Lucky you to have a friend with a Passap. Nice to have such support. I am all by my lonesome. Have not used my Passap for some time and am setting it up once again. For the different machines I have, the Passap is really King for me.
When they first came on the Market in Countries other than Switzerland, the english translation was incorrect. The
pieces kept falling off the machine. I contacted the Company and asked for an original Manual (German) and found the culprit. Someone interpreted the Manual without knowing the machine and without knitting while translating. I did the correction and all was well.
At first they did not like my complaint (typical Swiss - I worked
in Basel) and told me that they had the best translator doing the
translation. I guess I am better than theirs.
Show us some of your creations here some time.


----------



## siewclark (Feb 10, 2011)

I will after I get the 4 threading eyelets next week. My friend lives in an hour away from me. I don't drive so we don't meet. I learn from books & passap yahoo groups. Are you in the groups?

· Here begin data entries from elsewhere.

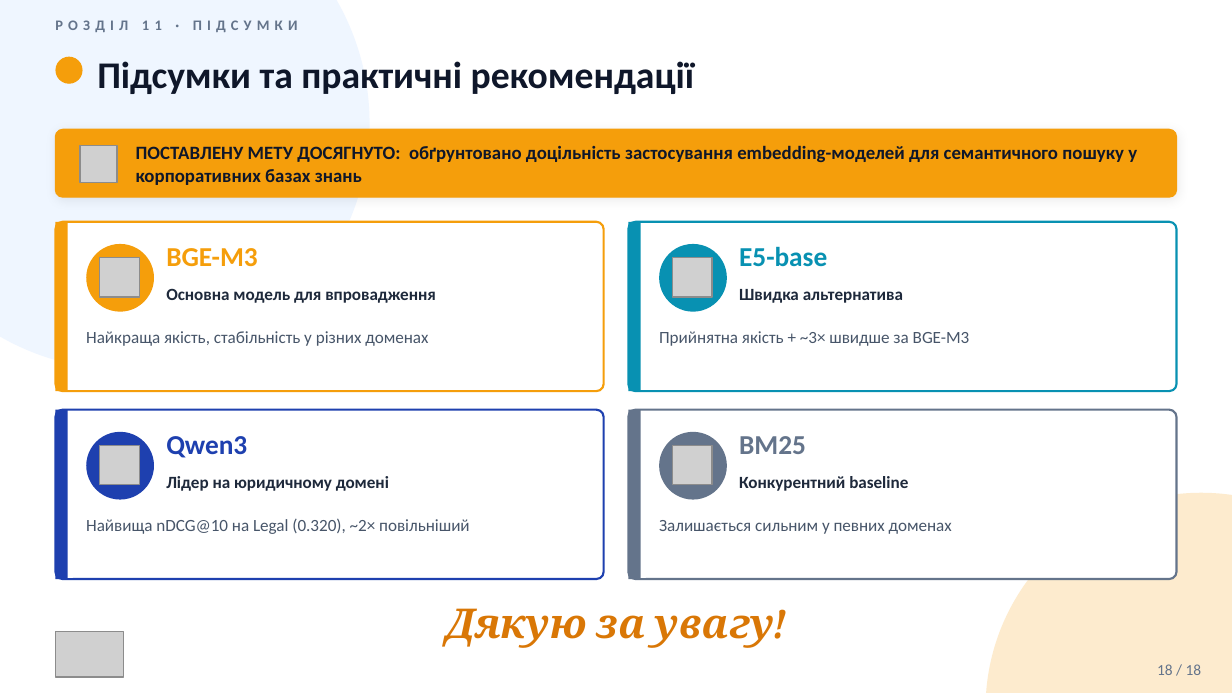
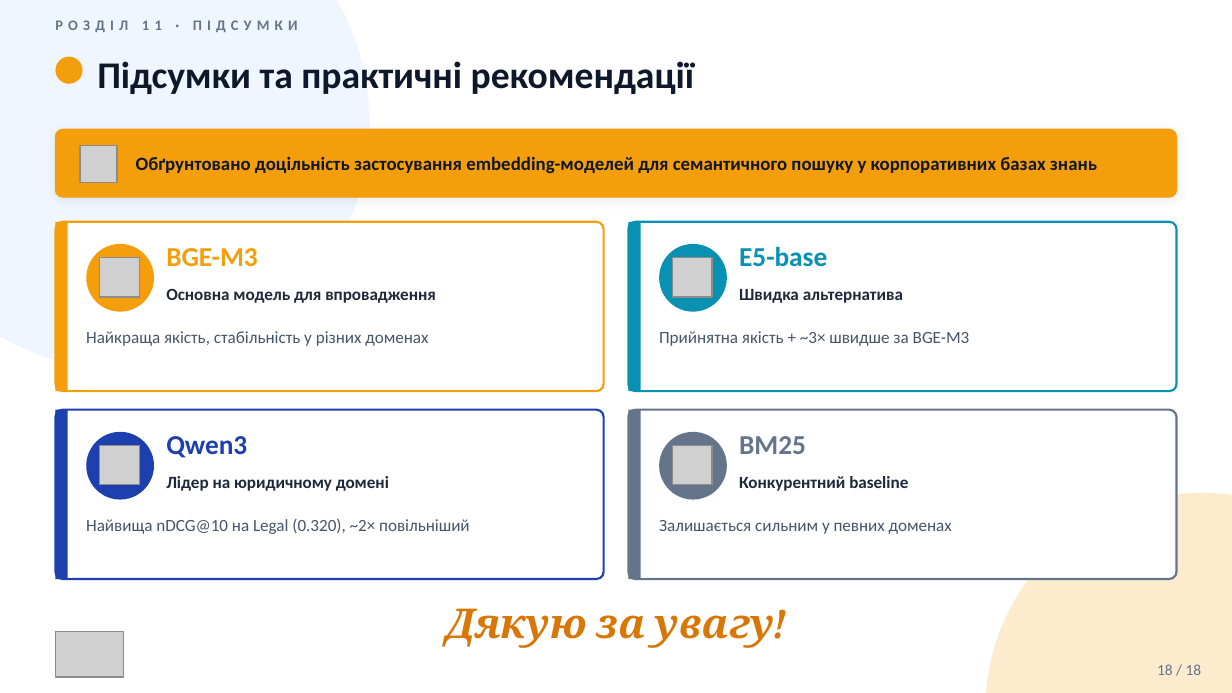
Before and after one commit to vitaliinnest/kb-semantic-search-benchmark, a slide deck: slide 18 of thesis/Nesterenko_Presentation.pptx. Drawn at 1232x693 pixels with LibreOffice and Linux fonts; fonts in the diff are those of the drawing; grey boxes stand for pictures. Boxes give left, top, right and bottom in pixels: in the first picture for what was removed or moved away, otherwise in the second. Text is boxed around its words. In the diff, an @@ line names an element or a change of style, - is before the commit and + after.

```diff
--- a/thesis/Nesterenko_Presentation.pptx
+++ b/thesis/Nesterenko_Presentation.pptx
@@ text at <box>136,156,1097,173</box>: text changed @@
-ПОСТАВЛЕНУ МЕТУ ДОСЯГНУТО: обґрунтовано доцільність застосування embedding-моделей для семантичного пошуку у корпоративних базах знань
+Обґрунтовано доцільність застосування embedding-моделей для семантичного пошуку у корпоративних базах знань
```
Also in this commit, not shown: 12 other slides changed.
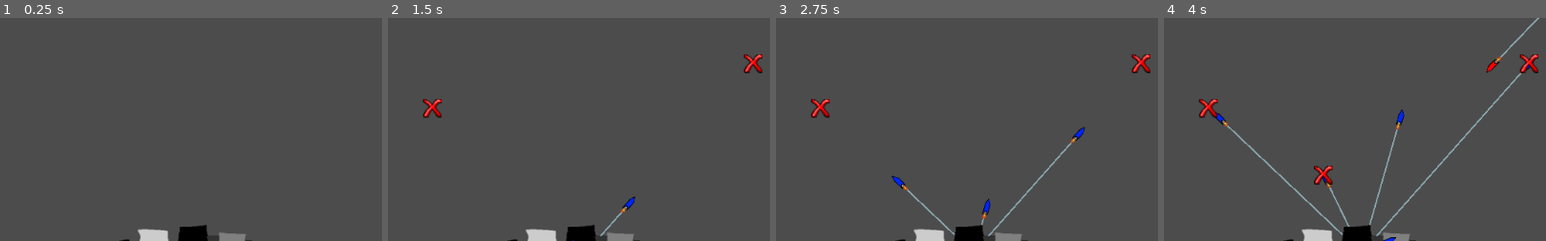
Above: before the commit, frames 1-4 (left to right).
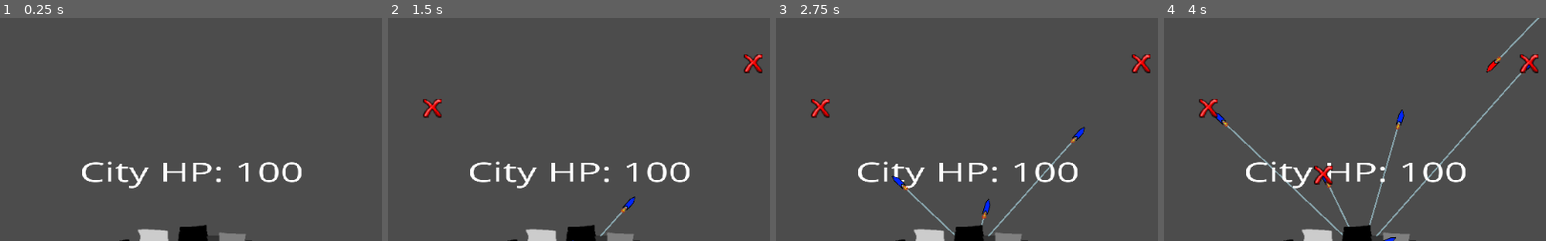
Above: after the commit, the same moments.

Repository: aJns/godot_missile_defence
Game: Godot game, scene res://MissileDefense.tscn
The game is run twice, just before and just after one commit, with the same random seed, the same clock (stepped at 60 frames per second) and the same inputs.
Inputs (mouse positions are % of the whole screen's width and height, from its top left):
- Up to frame 1 (0.25 s): no input
- Up to frame 2 (1.5 s): tap Enter at 0.5 s; move the mouse to (72, 45) at 0.52 s; click (72, 45) at 0.6 s; tap Space at 1.25 s; move the mouse to (30, 55) at 1.27 s; click (30, 55) at 1.35 s
- Up to frame 3 (2.75 s): move the mouse to (60, 28) at 2.02 s; click (60, 28) at 2.1 s
- Up to frame 4 (4 s): move the mouse to (45, 70) at 2.77 s; click (45, 70) at 2.85 s; move the mouse to (80, 65) at 3.52 s; click (80, 65) at 3.6 s
The pictures show only the part of the screen within x 24-74%, y 35-85%; the shares and areas given below are measured in that part.

The runs differ from the first frame. In frame 1, 1.6% of the frame differs, in the area x 21-79%, y 64-77%; in frame 2, 1.6%; in frame 3, 1.6%; in frame 4, 1.6%.

Commit message:
Add city hp label

Diff:
--- a/City.gd
+++ b/City.gd
@@ -6,10 +6,15 @@
 
 var city_life = 100
 var sprite_node: Sprite
+var label_node: Label
+
+const CITY_HP_STR = "City HP: %s"
 
 # Called when the node enters the scene tree for the first time.
 func _ready():
 	sprite_node = get_node("city_sprite")
+	label_node = get_node("health_label")
+	label_node.text = CITY_HP_STR % city_life
 
 
 # Called every frame. 'delta' is the elapsed time since the previous frame.
@@ -21,4 +26,4 @@
 	var exp_pos_local = explosion_position - self.position
 	if sprite_node.get_rect().has_point(exp_pos_local):
 		city_life -= 1
-		print("City life: ", city_life)
+		label_node.text = CITY_HP_STR % city_life
--- a/City.tscn
+++ b/City.tscn
@@ -1,7 +1,8 @@
-[gd_scene load_steps=3 format=2]
+[gd_scene load_steps=4 format=2]
 
 [ext_resource path="res://City.gd" type="Script" id=1]
 [ext_resource path="res://city.png" type="Texture" id=2]
+[ext_resource path="res://some_font.tres" type="DynamicFont" id=3]
 
 [node name="City" type="Node2D" groups=[
 "buildings",
@@ -10,3 +11,12 @@
 
 [node name="city_sprite" type="Sprite" parent="."]
 texture = ExtResource( 2 )
+
+[node name="health_label" type="Label" parent="."]
+margin_left = -378.063
+margin_top = -268.609
+margin_right = 355.937
+margin_bottom = -160.609
+custom_fonts/font = ExtResource( 3 )
+text = "City Health: 100"
+align = 1
--- /dev/null
+++ b/some_font.tres
@@ -0,0 +1,7 @@
+[gd_resource type="DynamicFont" load_steps=2 format=2]
+
+[ext_resource path="res://OpenSans-Regular.ttf" type="DynamicFontData" id=1]
+
+[resource]
+size = 72
+font_data = ExtResource( 1 )
Binary file added: OpenSans-Regular.ttf
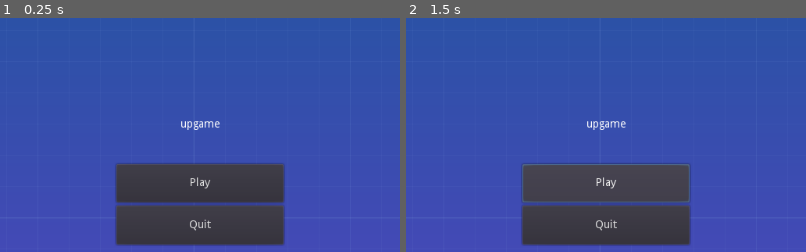
Above: before the commit, frames 1-2 (left to right).
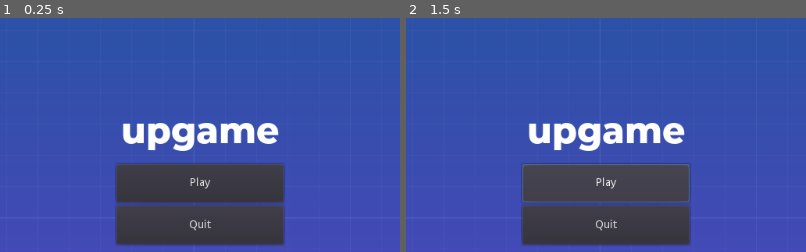
Above: after the commit, the same moments.

Repository: david-slatinek/upgame
Game: Godot game, scene res://src/Screens/MainScreen.tscn
Two runs of this game, one before a commit and one after it. Both use one fixed random seed, a clock stepped at 60 frames per second and the inputs below.
Inputs:
- Up to frame 1 (0.25 s): no input
- Up to frame 2 (1.5 s): click "Play" at 0.5 s; click "Play" at 1.25 s
The pictures show only the part of the screen within x 25-75%, y 10-60%; the shares and areas given below are measured in that part.

The runs differ from the first frame. In frame 1, 2.8% of the frame differs, in the area x 30-70%, y 44-57%; in frame 2, 2.8%.

Commit message:
Update UI

Diff:
--- /dev/null
+++ b/assets/new_dynamicfont.tres
@@ -0,0 +1,7 @@
+[gd_resource type="DynamicFont" load_steps=2 format=2]
+
+[ext_resource path="res://assets/montserrat_extrabold.otf" type="DynamicFontData" id=1]
+
+[resource]
+size = 24
+font_data = ExtResource( 1 )
--- /dev/null
+++ b/assets/ui_theme.tres
@@ -0,0 +1,6 @@
+[gd_resource type="Theme" load_steps=2 format=2]
+
+[ext_resource path="res://assets/new_dynamicfont.tres" type="DynamicFont" id=1]
+
+[resource]
+default_font = ExtResource( 1 )
--- a/src/UI/Title.tscn
+++ b/src/UI/Title.tscn
@@ -1,13 +1,17 @@
-[gd_scene format=2]
+[gd_scene load_steps=2 format=2]
+
+[ext_resource path="res://assets/font_title.tres" type="DynamicFont" id=1]
 
 [node name="Title" type="Label"]
 anchor_left = 0.5
 anchor_right = 0.5
-margin_left = -25.5
-margin_top = 191.0
-margin_right = 25.5
-margin_bottom = 205.0
+margin_left = -101.5
+margin_top = 177.0
+margin_right = 101.5
+margin_bottom = 234.0
+custom_fonts/font = ExtResource( 1 )
 text = "upgame"
+align = 1
 __meta__ = {
 "_edit_use_anchors_": false
 }
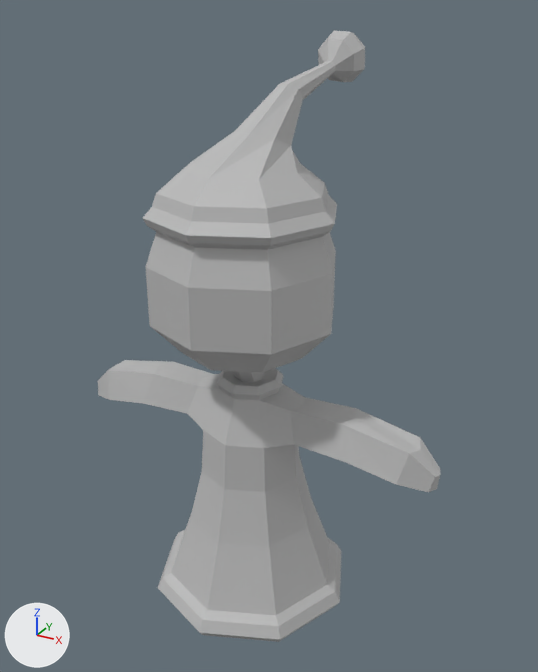
Two versions of the Blender file Assets/3D Models/Blender files/elfy-boi.blend, one commit apart.
Before and after are seen from a camera (50 mm lens) standing at (2.67, -4.44, 4.67) and looking at (0.1, 0.23, 2.33). Every picture has the same lights, and +X, +Y and +Z are marked at lower left.
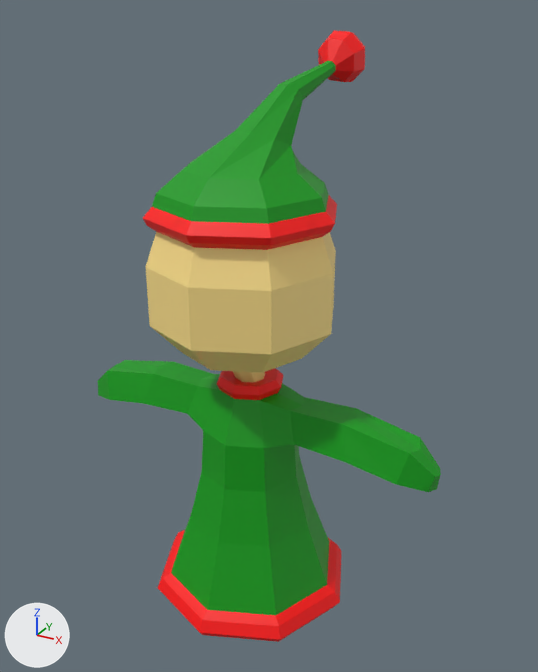
Pixel boxes [x1, y1, x2, y2] of what changed, in the pictures (538 x 672 px):
'Cylinder', surface changed
    both: [97, 30, 441, 642]

The change in detail:
Picture 'elfTexture' (img_elftexture) is new.
In material 'Material.001' (mat_material_001), base_color is no longer (0.5, 0.5, 0.5), grey #bcbcbc.
In material 'Material.001' (mat_material_001), texture is now set to img_elftexture.

The members are very friendly & helpful.
I would like to see your creations too.


----------



## Ingried (Sep 23, 2011)

We have a small group and meet once each month.
It actually is a bond knitting group. I have no bond but everyone else does as well as other machines. I am the only one with a Passap. Still hoping to also hook up with other Passap knitters.
My Knitfriends are very creative. Always looking forward to their show and tell.


----------



## siewclark (Feb 10, 2011)

I think Passap is more complicated than Bond as it is a true double-bed. Do you have the pattern books, proforma, colour changer & punchcard thing ( I forgot what is called)?
I have not used these gadgets yet. I am still learning from the pattern books.


----------



## Ingried (Sep 23, 2011)

I seem to have every gadget ever made for the Passap and like you have not used all of them. The Deco is wonderful.
I even have a Passap Linker (manual). Wonderful piece of equipment to
professionally seam items as well as embellish them.
Also have a Hague and Studio DL 1000 Linker each with motor.
Soon I want to sell at least one of them. Need room to roam.

I also have a Passap Vario with interchangable parts for the knitting bed to knit fine or bulky yarn. A simple machine with no tension rod - you lay the yarn across and I like it for making some "different - modern" patterns at times.
Now and then on Ebay there is a Vario with extra wide bed for sale. Never had luck to be the highest bidder. Fabulous for making Afghans in one piece.


----------



## siewclark (Feb 10, 2011)

Wow... you have more gadgets than me. I would like to have a Hague linker some day but I never found an affordable one.


----------



## Ingried (Sep 23, 2011)

So nice to be in touch with you. I am jealous about your location = Colorado. I am in Missouri, a very pretty, very green State.
My Heart has always been in the Mountains. Every step you make, another view and Millions of years under ones feet.
Magnificient. The size of Mountains always put me into my place. They tell me how insignificant in this World I really am.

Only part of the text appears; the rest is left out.